How do introns allow for many different proteins to be produced from a singular gene?
Exons from the same gene can be spliced together in different combinations to make different proteins
Describe translation.
- the ribosome is composed of one large and one small sub-unit that assemble around the mRNA, which then passes through the ribosome like a computer tape.
- The amino acid building blocks are carried into the ribosome attached to specific tRNAs.

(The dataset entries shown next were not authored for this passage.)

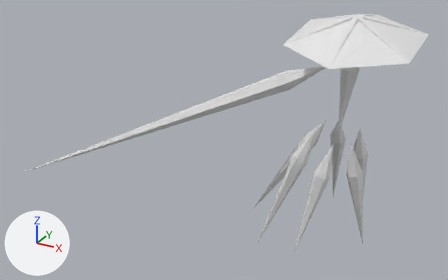
A saved change to the glTF model glb_imports/Clarity.glb.
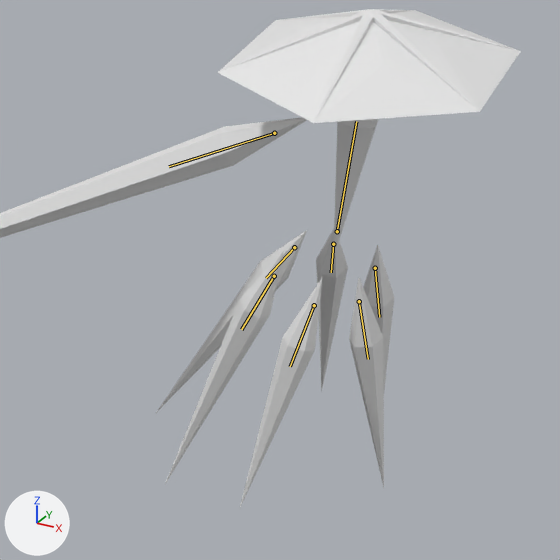
Each version is shown whole from a 50 mm lens placed at (17.7, -56.7, 27.9), pointed at (-15.2, 3.2, -2.0), then close up on the part from 40% to 100% of the width and 3% to 100% of the height. Arrows for +X, +Y and +Z are at lower left; the lights stay in place. The first two pictures are the older version. Both versions are drawn at frame 0 of the action 'WalkLeftAggressive'; the numbers are the values there. The bones that change, and the others that lie on the model, are drawn over the model as lines in the close-ups.

Names of what the first close-up shows: 'Arm', 'BackLeft', 'BackRight', 'Center', 'FrontLeft', 'FrontRight', 'Hat', 'MiddleLeft', 'MiddleRight'.
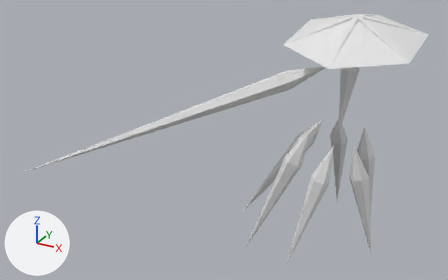
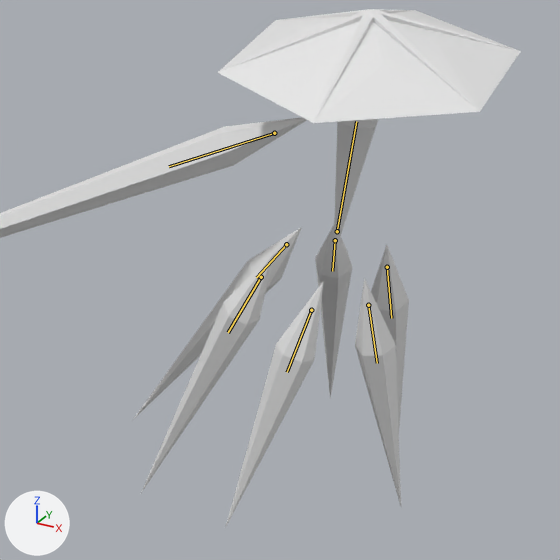
The change, as JSON lines over the scene's bpy script:
```json
{"block": "bone_middle_l", "where": "bone_middle_l = bpy.data.objects['Armature'].pose.bones['Middle.L']"}
{"op": "set", "path": "bone_middle_l.location", "old": "(1.7, -0.52, -1.64)", "new": "(1.23, -0.38, -2.07)"}
{"op": "set", "path": "bone_middle_l.scale", "old": "(0.83, 0.96, 0.84)", "new": "(1.0, 1.0, 1.0)"}
{"block": "bone_front_l", "where": "bone_front_l = bpy.data.objects['Armature'].pose.bones['Front.L']"}
{"op": "set", "path": "bone_front_l.location", "old": "(0.11, 0.36, -1.9)", "new": "(-0.38, 0.53, -1.78)"}
{"op": "set", "path": "bone_front_l.scale", "old": "(0.83, 0.99, 0.82)", "new": "(1.0, 1.0, 1.0)"}
{"block": "bone_back_l", "where": "bone_back_l = bpy.data.objects['Armature'].pose.bones['Back.L']"}
{"op": "set", "path": "bone_back_l.location", "old": "(1.82, -1.32, -0.09)", "new": "(1.89, -1.2, -0.57)"}
{"op": "set", "path": "bone_back_l.scale", "old": "(0.83, 0.93, 0.88)", "new": "(1.0, 1.0, 1.0)"}
{"block": "bone_middle_r", "where": "bone_middle_r = bpy.data.objects['Armature'].pose.bones['Middle.R']"}
{"op": "set", "path": "bone_middle_r.location", "old": "(-0.72, -0.25, 1.73)", "new": "(-0.23, -0.11, 2.14)"}
{"op": "set", "path": "bone_middle_r.scale", "old": "(0.83, 0.96, 0.84)", "new": "(1.0, 1.0, 1.0)"}
{"block": "bone_front_r", "where": "bone_front_r = bpy.data.objects['Armature'].pose.bones['Front.R']"}
{"op": "set", "path": "bone_front_r.location", "old": "(-1.41, 0.38, -0.37)", "new": "(-1.47, 0.49, 0.15)"}
{"op": "set", "path": "bone_front_r.scale", "old": "(0.83, 0.99, 0.82)", "new": "(1.0, 1.0, 1.0)"}
{"block": "bone_back_r", "where": "bone_back_r = bpy.data.objects['Armature'].pose.bones['Back.R']"}
{"op": "set", "path": "bone_back_r.location", "old": "(1.23, -0.94, 1.45)", "new": "(1.7, -0.77, 1.33)"}
{"op": "set", "path": "bone_back_r.scale", "old": "(0.83, 0.93, 0.88)", "new": "(1.0, 1.0, 1.0)"}
```

Where the change shows, as pixel boxes [x1, y1, x2, y2] in the close-ups (560 x 560 px):
```json
{"object": "MiddleRight", "change": "posed", "before": [165, 250, 284, 484], "after": [141, 253, 274, 493], "on screen": "12% wider"}
{"object": "FrontLeft", "change": "posed", "before": [349, 278, 384, 487], "after": [355, 278, 401, 506], "on screen": "31% wider, 9% taller"}
{"object": "FrontRight", "change": "posed", "before": [239, 277, 323, 509], "after": [225, 282, 323, 528], "on screen": "16% wider, 6% taller"}
{"object": "BackRight", "change": "posed", "before": [155, 230, 307, 414], "after": [134, 227, 302, 418], "on screen": "10% wider"}
{"object": "BackLeft", "change": "posed", "before": [316, 229, 348, 390], "after": [315, 225, 352, 398], "on screen": "15% wider, 7% taller"}
{"object": "MiddleLeft", "change": "posed", "before": [363, 245, 394, 389], "after": [371, 245, 409, 428]}
{"bone": "Middle.L", "before": "(375, 268) to (379, 317)", "after": "(387, 267) to (391, 318)"}
{"bone": "Front.L", "before": "(359, 301) to (368, 359)", "after": "(368, 305) to (377, 363)"}
{"bone": "Back.L", "before": "(333, 244) to (331, 272)", "after": "(335, 240) to (332, 271)"}
{"bone": "Middle.R", "before": "(274, 276) to (241, 329)", "after": "(261, 277) to (228, 332)"}
{"bone": "Front.R", "before": "(314, 305) to (290, 366)", "after": "(311, 310) to (287, 372)"}
{"bone": "Back.R", "before": "(294, 247) to (266, 278)", "after": "(286, 244) to (256, 277)"}
```

- The small sub-unit of the ribosome positions the mRNA so that it can be read in groups of three letters known as a codon.
- Each codon on the mRNA matches a corresponding anti-codon on the base of a tRNA molecule.
- The larger sub-unit of the ribosome removes each amino acid and join it onto the growing protein chain.
- As the mRNA is ratcheted through the ribosome, the mRNA sequence is translated into an amino acid sequence.
- There are three locations inside the ribosome, designated the A-site, the P-site and the E-site.
- The addition of each amino acid is a three step cycle: First, the tRNA enters the ribosome at the A-site and is tested for a codon/anti-codon match with the mRNA.
- Next, provided there is a correct match, the tRNA is shifted to the P-site and the amino acid it carries is added to the end of the amino acid chain.
- The mRNA is also ratcheted on three nucleotides or one codon.
- Thirdly, the spent tRNA is moved to the E-site and then ejected from the ribosome to be recycled.
- As the protein synthesis proceeds, the finished chain emerges from the ribosome.
- It folds up into a precise shape, determined by the exact order of amino acids.
review
Transcribe and translate the following strand: TACGCACATTTACGTACGCGG. What is a mutation came and changed the fourth G to a T?
- AUGCGUGUAAAUGCAUGCGCC
- Met Arg Val Asn Ala Cys Ala
- it would be TCA, transcribed to AGU instead. Met Ser Val Asn Ala Cys Ala. A different protein would be formed. The mRNA code is changed and therefore changes the tRNA code and that changes the protein and therefore changes the function it carries out.